Exercise directions –
Write exactly, with no line omitted or added, the span beginning at the line that holds "length = side / 2 + bore_x" and ending at the last line of the records.

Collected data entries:
++++++
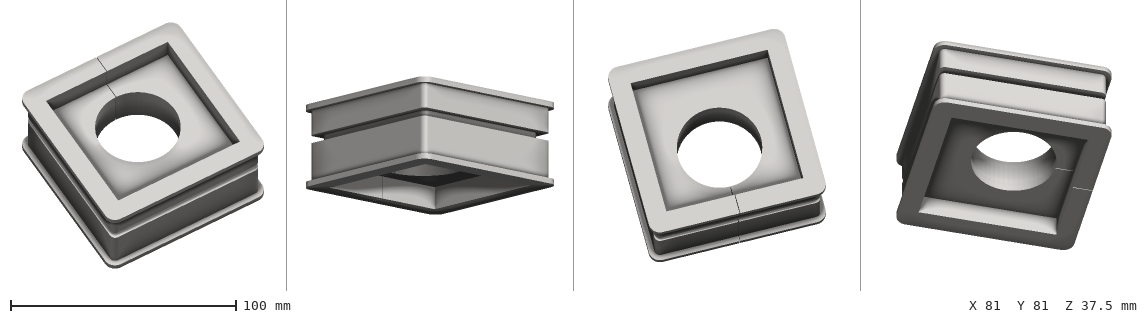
import cadquery as cq

side = 81.0
height = 37.5
flange_thickness = 2.5
flange_corner = 5.0

body_inset = 2.5
body_corner = flange_corner - body_inset

groove_inset = 6.5
groove_corner = 2.5
groove_bottom = 20.2
groove_width = 3.7

recess_side = 62.85
recess_depth = 10.05

bore_diameter = 38.0
bore_x = -4.45
slit_width = 0.3


def square_slab(width, bottom, top, corner=0):
    """Square prism centred on Z, with optional rounded vertical edges."""
    slab = cq.Workplane("XY").workplane(offset=bottom).rect(width, width).extrude(top - bottom)
    if corner > 0:
        slab = slab.edges("|Z").fillet(corner)
    return slab


def outer_shape():
    """Two flanges and two body bands, joined by the narrower groove core."""
    body_side = side - 2 * body_inset
    core_side = side - 2 * groove_inset
    groove_top = groove_bottom + groove_width
    upper_flange_bottom = height - flange_thickness
    shape = square_slab(side, 0, flange_thickness, flange_corner)
    shape = shape.union(square_slab(body_side, flange_thickness, groove_bottom, body_corner))
    shape = shape.union(square_slab(core_side, groove_bottom, groove_top, groove_corner))
    shape = shape.union(square_slab(body_side, groove_top, upper_flange_bottom, body_corner))
    return shape.union(square_slab(side, upper_flange_bottom, height, flange_corner))


def bore():
    return cq.Workplane("XY").center(bore_x, 0).circle(bore_diameter / 2).extrude(height)


def slit():
    """Full-height cut from the -X side to the bore axis."""
    length = side / 2 + bore_x
    middle_x = bore_x - length / 2
    return cq.Workplane("XY").center(middle_x, 0).rect(length, slit_width).extrude(height)


result = outer_shape()
result = result.cut(square_slab(recess_side, 0, recess_depth))
result = result.cut(square_slab(recess_side, height - recess_depth, height))
result = result.cut(bore()).cut(slit())
++++++
Response to this task –
    length = side / 2 + bore_x
    middle_x = bore_x - length / 2
    return cq.Workplane("XY").center(middle_x, 0).rect(length, slit_width).extrude(height)


result = outer_shape()
result = result.cut(square_slab(recess_side, 0, recess_depth))
result = result.cut(square_slab(recess_side, height - recess_depth, height))
result = result.cut(bore()).cut(slit())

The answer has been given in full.